Wheels only washed so far, still to be removed clayed & waxed


----------



## skiwhiz

good effort


----------



## damien.wrl

good effort now come and do the porker.... miss my baby especially when its shines like that... Mark H

you can run but you cant hide.... what am I doing on here????????


----------



## DAZTTC

Looking gooooooooooooooooooood mate 8)


----------



## stevebeechTA

Looking good what clay bar did you use mate


----------



## forest

damien.wrl said:


> good effort now come and do the porker.... miss my baby especially when its shines like that... Mark H
> 
> you can run but you cant hide.... what am I doing on here????????


Ain't you on the wrong forum :lol: 
I'll get a bit more practice in then I'll be ready for your beast.
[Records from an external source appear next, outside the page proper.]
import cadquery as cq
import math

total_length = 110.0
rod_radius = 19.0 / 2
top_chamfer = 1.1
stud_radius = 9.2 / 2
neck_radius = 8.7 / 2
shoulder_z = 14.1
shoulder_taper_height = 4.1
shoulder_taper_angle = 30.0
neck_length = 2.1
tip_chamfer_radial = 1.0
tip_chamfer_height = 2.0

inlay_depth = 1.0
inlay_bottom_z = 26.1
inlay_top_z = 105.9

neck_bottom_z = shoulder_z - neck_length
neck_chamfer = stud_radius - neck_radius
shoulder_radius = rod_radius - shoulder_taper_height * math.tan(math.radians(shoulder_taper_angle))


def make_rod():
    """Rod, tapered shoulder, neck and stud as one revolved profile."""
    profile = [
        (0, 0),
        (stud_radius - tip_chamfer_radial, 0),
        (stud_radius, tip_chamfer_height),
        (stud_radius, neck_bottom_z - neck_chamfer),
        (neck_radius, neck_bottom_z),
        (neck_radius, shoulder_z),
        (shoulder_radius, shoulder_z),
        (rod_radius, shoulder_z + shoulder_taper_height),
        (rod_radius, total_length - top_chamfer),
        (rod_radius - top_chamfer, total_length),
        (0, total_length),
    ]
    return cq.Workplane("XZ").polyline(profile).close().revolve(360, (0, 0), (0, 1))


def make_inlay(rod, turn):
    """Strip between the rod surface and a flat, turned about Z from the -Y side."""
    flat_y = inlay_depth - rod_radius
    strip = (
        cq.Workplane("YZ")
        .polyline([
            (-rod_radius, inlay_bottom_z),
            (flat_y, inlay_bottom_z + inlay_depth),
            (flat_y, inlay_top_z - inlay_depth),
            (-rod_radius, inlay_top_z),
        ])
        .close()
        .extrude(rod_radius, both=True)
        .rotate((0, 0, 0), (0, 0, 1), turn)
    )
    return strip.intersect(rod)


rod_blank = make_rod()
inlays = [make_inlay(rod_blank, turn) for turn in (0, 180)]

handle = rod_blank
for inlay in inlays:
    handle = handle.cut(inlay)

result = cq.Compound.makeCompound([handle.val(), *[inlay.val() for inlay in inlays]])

Nicely found mate :wink:


----------



## forest

stevebeechTA said:


> Looking good what clay bar did you use mate


Had the Megs clay kit as a prezzie, found it ok to use, followed a bit of advice from show and shine "how to's". Was pleased for a first attempt


----------



## damien.wrl

Just popped back for another look, what a beaut... wish I had one like that.....still miss it a bit we were together a long time


----------



## davelincs

looks very good


----------



## forest

damien.wrl said:


> Just popped back for another look, what a beaut... wish I had one like that.....still miss it a bit we were together a long time


12 months on and I am still smiling, the porka is looking sweet thou 8)


----------



## forest

davelincs said:


> looks very good


Cheers buddy, just about to go and give her the first clean of the year now that she has been out again.


----------



## damien.wrl

Just popped back again for another look... in the reflection shot of yourself in a footie shirt , do you have a Brazillian.. [smiley=bigcry.gif] :roll:


----------



## Alex_TT

looks like the megs has done a damn good job!
was thinking about purchasing some myself as i am new to the whole clay bar cleaning process.....SOLD!
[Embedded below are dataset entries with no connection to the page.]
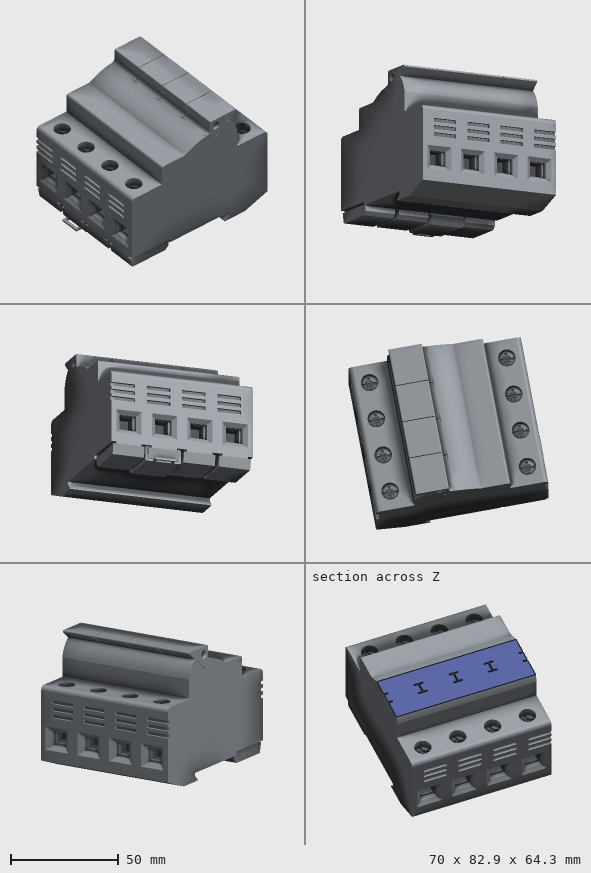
import cadquery as cq
import math


WIDTH = 70.0
POLES = 4
PITCH = WIDTH / POLES
POLE_EDGES = [i * PITCH for i in range(POLES + 1)]
POLE_CENTRES = [(i + 0.5) * PITCH for i in range(POLES)]
DEPTH = 81.15
TOP_Z = 63.3

SHOULDER_Z = 40.95
SHOULDER_RADIUS = 2.2
STEP_Z = 51.2
STEP_RADIUS = 1.2
TOWER_FRONT_Y = 17.9
TOWER_BACK_Y = 63.0
TOWER_ROOT_RADIUS = 0.4
TOWER_BACK_ARC_MID = (61.25, 55.2)
TOWER_BACK_ARC_END = (TOWER_BACK_Y, 50.4)
RAIL_Z = 4.2
FRONT_FOOT_RAKE = 1.1
FRONT_FOOT_BACK_Y = 22.6
FRONT_FOOT_CHAMFER = 1.8
BACK_FOOT_RISE = 5.0
BACK_FOOT_START_Y = 67.5
HOOK_TIP_Y = 55.5
HOOK_TIP_Z = 0.5
HOOK_ROOT_Y = 58.0
HOOK_ROOT_Z = 2.9
CREST_Y = 58.2
CREST_Z = 58.85
COVER_RADIUS = 36.5
COVER_CENTRE_Y = 51.2
COVER_CENTRE_Z = 20.4
COVER_END_Y = COVER_CENTRE_Y - math.sqrt(COVER_RADIUS**2 - (STEP_Z - COVER_CENTRE_Z) ** 2)

HANDLE_FRONT_Y = 46.75
HANDLE_BACK_Y = 62.5
HANDLE_LIP = 0.9
HANDLE_TIP = (48.1, 52.3)
HANDLE_SEAT_MID = (51.9, 54.4)
HANDLE_SEAT_END = (55.9, CREST_Z)
HANDLE_FOOT_Y = 44.6
HANDLE_FOOT_RADIUS = 1.6
HANDLE_EDGE_RADIUS = 0.6
HANDLE_GAP = 0.3
SEAT_CLEARANCE = 0.25
POLE_WALL = 2.1
SEAL_HOLE_Y = 50.4
SEAL_HOLE_Z = 59.5
SEAL_HOLE_RADIUS = 1.6
SEAL_RIM_RADIUS = 2.1

VENT_WIDTH = 11.6
VENT_HEIGHT = 1.7
VENT_DEPTH = 1.4
VENT_BOTTOM_Z = 26.4
VENT_SPACING = 3.4
VENT_ROWS = 3

FUNNEL_MOUTH = 12.4
FUNNEL_THROAT = 8.1
FUNNEL_DEPTH = 1.65
MOUTH_BOTTOM_Z = 10.5
MOUTH_TOP_Z = 21.8
THROAT_BOTTOM_Z = 12.4
THROAT_TOP_Z = 19.8
THROAT_DEPTH = 4.0
CLAMP_WIDTH = 6.5
CLAMP_BOTTOM_Z = 13.4
CLAMP_DEPTH = 9.95

SCREW_INSET = 8.2
SCREW_RADIUS = 4.1
SCREW_RIM_DEPTH = 4.3
SCREW_DOME = 1.1
CROSS_LENGTH = 6.5
CROSS_WIDTH = 1.3
CROSS_DEPTH = 2.1
SLOT_DEPTH = 0.8
STAR_LENGTH = 4.3
STAR_WIDTH = 0.75
PIT_RADIUS = 1.2
PIT_DEPTH = 2.9

GROOVE_TOP_Z = 6.05
GROOVE_STEP_Z = 5.05
GROOVE_HALF_WIDTH = 2.5
GROOVE_HALF_NECK = 1.0
LATCH_THICKNESS = 1.0
LATCH_POLE = 1
LATCH_FRONT_Y = 1.6
LATCH_BEND_RADIUS = 0.9
BEAK_TIP = (25.1, 2.5)
BEAK_TOP_Z = 3.5
BEAK_BOTTOM_Y = 21.8
FLANGE_WIDTH = 2.3
TAB_WIDTH = 10.1
TAB_REACH = 1.7
TAB_SLOT_WIDTH = 7.5
TAB_SLOT_FRONT_Y = -0.3


def box(x0, x1, y0, y1, z0, z1):
    """Box between opposite corners."""
    return cq.Workplane("XY").box(x1 - x0, y1 - y0, z1 - z0, centered=False).translate((x0, y0, z0))


def side_plane(x=0.0):
    """Sketch plane at the given X whose local axes are Y and Z."""
    return cq.Workplane("YZ", origin=(x, 0, 0))


def mirror_to_back(shape):
    """Copy of a front feature on the back half of the housing."""
    return shape.mirror("XZ", (0, DEPTH / 2, 0))


def cover_point(y):
    """Point on the arched cover at the given Y."""
    return y, COVER_CENTRE_Z + math.sqrt(COVER_RADIUS**2 - (y - COVER_CENTRE_Y) ** 2)


HANDLE_FOOT = cover_point(HANDLE_FOOT_Y)
COVER_TOP = cover_point(HANDLE_FRONT_Y - HANDLE_FOOT_RADIUS)


def make_housing():
    """Side outline with the front foot, the fixed rail hook and the arched cover."""
    root_top_z = SHOULDER_Z + TOWER_ROOT_RADIUS
    housing = (
        side_plane()
        .moveTo(FRONT_FOOT_RAKE, 0)
        .lineTo(0, GROOVE_STEP_Z)
        .lineTo(0, SHOULDER_Z)
        .lineTo(TOWER_FRONT_Y - TOWER_ROOT_RADIUS, SHOULDER_Z)
        .radiusArc((TOWER_FRONT_Y, root_top_z), -TOWER_ROOT_RADIUS)
        .lineTo(TOWER_FRONT_Y, STEP_Z)
        .lineTo(COVER_END_Y, STEP_Z)
        .radiusArc(COVER_TOP, COVER_RADIUS)
        .lineTo(*HANDLE_TIP)
        .lineTo(*HANDLE_SEAT_END)
        .lineTo(CREST_Y, CREST_Z)
        .threePointArc(TOWER_BACK_ARC_MID, TOWER_BACK_ARC_END)
        .lineTo(TOWER_BACK_Y, root_top_z)
        .radiusArc((TOWER_BACK_Y + TOWER_ROOT_RADIUS, SHOULDER_Z), -TOWER_ROOT_RADIUS)
        .lineTo(DEPTH, SHOULDER_Z)
        .lineTo(DEPTH, BACK_FOOT_RISE)
        .lineTo(BACK_FOOT_START_Y, 0)
        .lineTo(HOOK_TIP_Y, 0)
        .lineTo(HOOK_TIP_Y, HOOK_TIP_Z)
        .lineTo(HOOK_ROOT_Y, HOOK_ROOT_Z)
        .lineTo(HOOK_ROOT_Y, RAIL_Z)
        .lineTo(FRONT_FOOT_BACK_Y, RAIL_Z)
        .lineTo(FRONT_FOOT_BACK_Y, FRONT_FOOT_CHAMFER)
        .lineTo(FRONT_FOOT_BACK_Y - FRONT_FOOT_CHAMFER, 0)
        .close()
        .extrude(WIDTH)
    )
    for y in (0, DEPTH):
        edge = cq.selectors.NearestToPointSelector((WIDTH / 2, y, SHOULDER_Z))
        housing = housing.edges(edge).fillet(SHOULDER_RADIUS)
    edge = cq.selectors.NearestToPointSelector((WIDTH / 2, TOWER_FRONT_Y, STEP_Z))
    return housing.edges(edge).fillet(STEP_RADIUS)


def make_handle(x, length):
    """Swing-out fuse carrier profile, with its foot down in the housing, extruded from the given X."""
    handle = (
        side_plane(x)
        .moveTo(*HANDLE_FOOT)
        .radiusArc(COVER_TOP, COVER_RADIUS)
        .radiusArc((HANDLE_FRONT_Y, COVER_TOP[1] + HANDLE_FOOT_RADIUS), -HANDLE_FOOT_RADIUS)
        .lineTo(HANDLE_FRONT_Y, TOP_Z)
        .lineTo(HANDLE_BACK_Y, TOP_Z)
        .lineTo(HANDLE_BACK_Y, TOP_Z - HANDLE_LIP)
        .lineTo(CREST_Y, CREST_Z)
        .lineTo(*HANDLE_SEAT_END)
        .threePointArc(HANDLE_SEAT_MID, HANDLE_TIP)
        .close()
        .extrude(length)
    )
    return handle.faces(">Z").edges("|X").fillet(HANDLE_EDGE_RADIUS)


def make_seal_hole():
    """Sealing hole through all handles along X, chamfered at both ends."""
    hole = side_plane().center(SEAL_HOLE_Y, SEAL_HOLE_Z).circle(SEAL_HOLE_RADIUS).extrude(WIDTH)
    chamfer = SEAL_RIM_RADIUS - SEAL_HOLE_RADIUS
    for x, direction in ((0, 1), (WIDTH, -1)):
        rim = cq.Solid.makeCone(
            SEAL_RIM_RADIUS,
            SEAL_HOLE_RADIUS,
            chamfer,
            cq.Vector(x, SEAL_HOLE_Y, SEAL_HOLE_Z),
            cq.Vector(direction, 0, 0),
        )
        hole = hole.union(cq.Workplane(rim))
    return hole


def make_seat_clearance():
    """Thin gap around the handle feet, open to the cover, in the walls on both sides of each pole."""
    band = (
        side_plane()
        .moveTo(*HANDLE_FOOT)
        .lineTo(*HANDLE_TIP)
        .threePointArc(HANDLE_SEAT_MID, HANDLE_SEAT_END)
        .lineTo(CREST_Y, CREST_Z)
        .lineTo(CREST_Y, CREST_Z - SEAT_CLEARANCE)
        .lineTo(HANDLE_SEAT_END[0], CREST_Z - SEAT_CLEARANCE)
        .threePointArc(
            (HANDLE_SEAT_MID[0], HANDLE_SEAT_MID[1] - SEAT_CLEARANCE),
            (HANDLE_TIP[0], HANDLE_TIP[1] - SEAT_CLEARANCE),
        )
        .lineTo(*cover_point(HANDLE_FOOT_Y - SEAT_CLEARANCE))
        .lineTo(HANDLE_FOOT_Y - SEAT_CLEARANCE / 2, HANDLE_FOOT[1] + SEAT_CLEARANCE)
        .close()
        .extrude(WIDTH)
    )
    walls = cq.Workplane("XY")
    for x in POLE_EDGES:
        walls = walls.add(box(x - POLE_WALL, x + POLE_WALL, 0, DEPTH, 0, TOP_Z))
    return band.intersect(walls.combine())


def make_vents():
    """Rows of cooling slots in the front face; the first pole's open to the left side."""
    vents = cq.Workplane("XY")
    for x in POLE_EDGES[:-1]:
        for row in range(VENT_ROWS):
            z = VENT_BOTTOM_Z + row * VENT_SPACING
            vents = vents.add(box(x, x + VENT_WIDTH, 0, VENT_DEPTH, z, z + VENT_HEIGHT))
    return vents.combine()


def make_terminal(x):
    """Stepped wire entry with a tapered mouth."""
    funnel = (
        cq.Workplane("XZ")
        .center(x, (MOUTH_BOTTOM_Z + MOUTH_TOP_Z) / 2)
        .rect(FUNNEL_MOUTH, MOUTH_TOP_Z - MOUTH_BOTTOM_Z)
        .workplane(offset=-FUNNEL_DEPTH)
        .rect(FUNNEL_THROAT, THROAT_TOP_Z - THROAT_BOTTOM_Z)
        .loft(ruled=True)
    )
    half_throat = FUNNEL_THROAT / 2
    half_clamp = CLAMP_WIDTH / 2
    throat = box(x - half_throat, x + half_throat, FUNNEL_DEPTH, THROAT_DEPTH, THROAT_BOTTOM_Z, THROAT_TOP_Z)
    clamp = box(x - half_clamp, x + half_clamp, THROAT_DEPTH, CLAMP_DEPTH, CLAMP_BOTTOM_Z, THROAT_TOP_Z)
    return funnel.union(throat).union(clamp)


def make_screw_well():
    """Well down to a domed cross-slot screw head, centred on the Z axis."""
    rim_z = SHOULDER_Z - SCREW_RIM_DEPTH
    dome_z = rim_z + SCREW_DOME
    dome_radius = (SCREW_RADIUS**2 + SCREW_DOME**2) / (2 * SCREW_DOME)
    well = (
        cq.Workplane("XZ")
        .moveTo(0, SHOULDER_Z)
        .lineTo(SCREW_RADIUS, SHOULDER_Z)
        .lineTo(SCREW_RADIUS, rim_z)
        .radiusArc((0, dome_z), -dome_radius)
        .close()
        .revolve(360, (0, 0, 0), (0, 1, 0))
    )
    slot_height = SCREW_DOME + SLOT_DEPTH
    slot = cq.Workplane("XY", origin=(0, 0, dome_z - slot_height)).circle(SCREW_RADIUS).extrude(slot_height)
    slot = slot.intersect(cq.Workplane("XY").box(CROSS_WIDTH, 2 * SCREW_RADIUS, 2 * SHOULDER_Z))
    well = well.union(slot)
    recess_plane = cq.Workplane("XY", origin=(0, 0, dome_z - CROSS_DEPTH))
    bars = [(CROSS_LENGTH, CROSS_WIDTH, angle) for angle in (0, 90)]
    bars += [(STAR_LENGTH, STAR_WIDTH, angle) for angle in (45, 135)]
    for length, width, angle in bars:
        bar = recess_plane.rect(length, width).extrude(CROSS_DEPTH)
        well = well.union(bar.rotate((0, 0, 0), (0, 0, 1), angle))
    pit = cq.Workplane("XY", origin=(0, 0, dome_z - PIT_DEPTH)).circle(PIT_RADIUS).extrude(PIT_DEPTH)
    return well.union(pit)


def make_foot_groove(x):
    """T-shaped groove under the front foot at a pole boundary."""
    wide = box(
        x - GROOVE_HALF_WIDTH, x + GROOVE_HALF_WIDTH, 0, FRONT_FOOT_BACK_Y, GROOVE_STEP_Z, GROOVE_TOP_Z
    )
    neck = box(x - GROOVE_HALF_NECK, x + GROOVE_HALF_NECK, 0, FRONT_FOOT_BACK_Y, 0, GROOVE_STEP_Z)
    return wide.union(neck)


def make_latch():
    """Sliding latch: a folded channel around one pole's foot, a rail beak and a pull tab."""
    left = POLE_EDGES[LATCH_POLE]
    right = left + PITCH
    centre = POLE_CENTRES[LATCH_POLE]
    inner_left = left + LATCH_THICKNESS
    inner_right = right - LATCH_THICKNESS
    back = FRONT_FOOT_BACK_Y

    outline = (
        side_plane(left)
        .moveTo(LATCH_FRONT_Y, -LATCH_THICKNESS)
        .lineTo(LATCH_FRONT_Y, GROOVE_TOP_Z)
        .lineTo(back, GROOVE_TOP_Z)
        .lineTo(back, BEAK_TOP_Z)
        .lineTo(*BEAK_TIP)
        .lineTo(BEAK_BOTTOM_Y, -LATCH_THICKNESS)
        .close()
        .extrude(PITCH)
    )
    latch = outline.faces("<Z").edges("|Y").fillet(LATCH_BEND_RADIUS)
    latch = latch.faces(">Z").edges("|Y").fillet(LATCH_BEND_RADIUS)
    foot_space = (
        side_plane(inner_left)
        .moveTo(LATCH_FRONT_Y, 0)
        .lineTo(LATCH_FRONT_Y, GROOVE_STEP_Z)
        .lineTo(back, GROOVE_STEP_Z)
        .lineTo(back, FRONT_FOOT_CHAMFER)
        .lineTo(back - FRONT_FOOT_CHAMFER, 0)
        .close()
        .extrude(inner_right - inner_left)
    )
    opening = box(
        left + FLANGE_WIDTH, right - FLANGE_WIDTH, LATCH_FRONT_Y, back, GROOVE_STEP_Z, GROOVE_TOP_Z
    )
    latch = latch.cut(foot_space).cut(opening)

    half_tab = TAB_WIDTH / 2
    half_slot = TAB_SLOT_WIDTH / 2
    tab = box(centre - half_tab, centre + half_tab, -TAB_REACH, LATCH_FRONT_Y, -LATCH_THICKNESS, 0)
    slot = box(
        centre - half_slot, centre + half_slot, TAB_SLOT_FRONT_Y, LATCH_FRONT_Y, -LATCH_THICKNESS, 0
    )
    return latch.union(tab.cut(slot))


result = make_housing().union(make_handle(0, WIDTH)).cut(make_seat_clearance())
for edge_x in POLE_EDGES[1:-1]:
    result = result.cut(make_handle(edge_x - HANDLE_GAP / 2, HANDLE_GAP))
result = result.cut(make_seal_hole())

vents = make_vents()
result = result.cut(vents).cut(mirror_to_back(vents))

screw_well = make_screw_well()
for pole_x in POLE_CENTRES:
    terminal = make_terminal(pole_x)
    result = result.cut(terminal).cut(mirror_to_back(terminal))
    for screw_y in (SCREW_INSET, DEPTH - SCREW_INSET):
        result = result.cut(screw_well.translate((pole_x, screw_y, 0)))

for edge_x in POLE_EDGES:
    result = result.cut(make_foot_groove(edge_x))

result = result.union(make_latch())

were those pics taken after a clay bar clean or did you use a good wax too mate?


----------



## forest

damien.wrl said:


> Just popped back again for another look... in the reflection shot of yourself in a footie shirt , do you have a Brazillian.. [smiley=bigcry.gif] :roll:


Nothing wrong with your eyesight :lol:


----------



## forest

Alex_TT said:


> looks like the megs has done a damn good job!
> was thinking about purchasing some myself as i am new to the whole clay bar cleaning process.....SOLD!
> 
> were those pics taken after a clay bar clean or did you use a good wax too mate?


A bit of a mixture from memory, some just after the clay bar and then more after a coat of Swissvax Saphir


----------



## Redscouse

Nice one Iain  

Looking nice mate 8) 8)

Wanna do mine sometime, never waxed OR clayed mine :lol: 
Paul


----------



## DAZTTC

Redscouse said:


> Nice one Iain
> 
> Looking nice mate 8) 8)
> 
> Wanna do mine sometime, never waxed OR clayed mine :lol:
> Paul


You'd better start we've go two weeks. [smiley=whip.gif]

DAZ


----------



## Charlie

DAZTTC said:


> Redscouse said:
> 
> 
> 
> Nice one Iain
> 
> Looking nice mate 8) 8)
> 
> Wanna do mine sometime, never waxed OR clayed mine :lol:
> Paul
> 
> 
> 
> You'd better start we've go two weeks. [smiley=whip.gif]
> 
> DAZ
Click to expand...

LOL Daz indeed we do, I have a brand new Megs kit sitting in the garage waiting for its first outing 

I am off down to Wak/Morgan on the 6th though so will wait until after that to have a go with it.

Charlie


----------



## Redscouse

Yeh i need to learn / experience waxing soon, as ive never done it :lol: :lol:

Im sure you guys will help me in a few weeks........ hopefully........ please........ IM BEGGING YOU!!!!


----------



## DAZTTC

Redscouse said:


> Yeh i need to learn / experience waxing soon, as ive never done it :lol: :lol:
> 
> Im sure you guys will help me in a few weeks........ hopefully........ please........ IM BEGGING YOU!!!!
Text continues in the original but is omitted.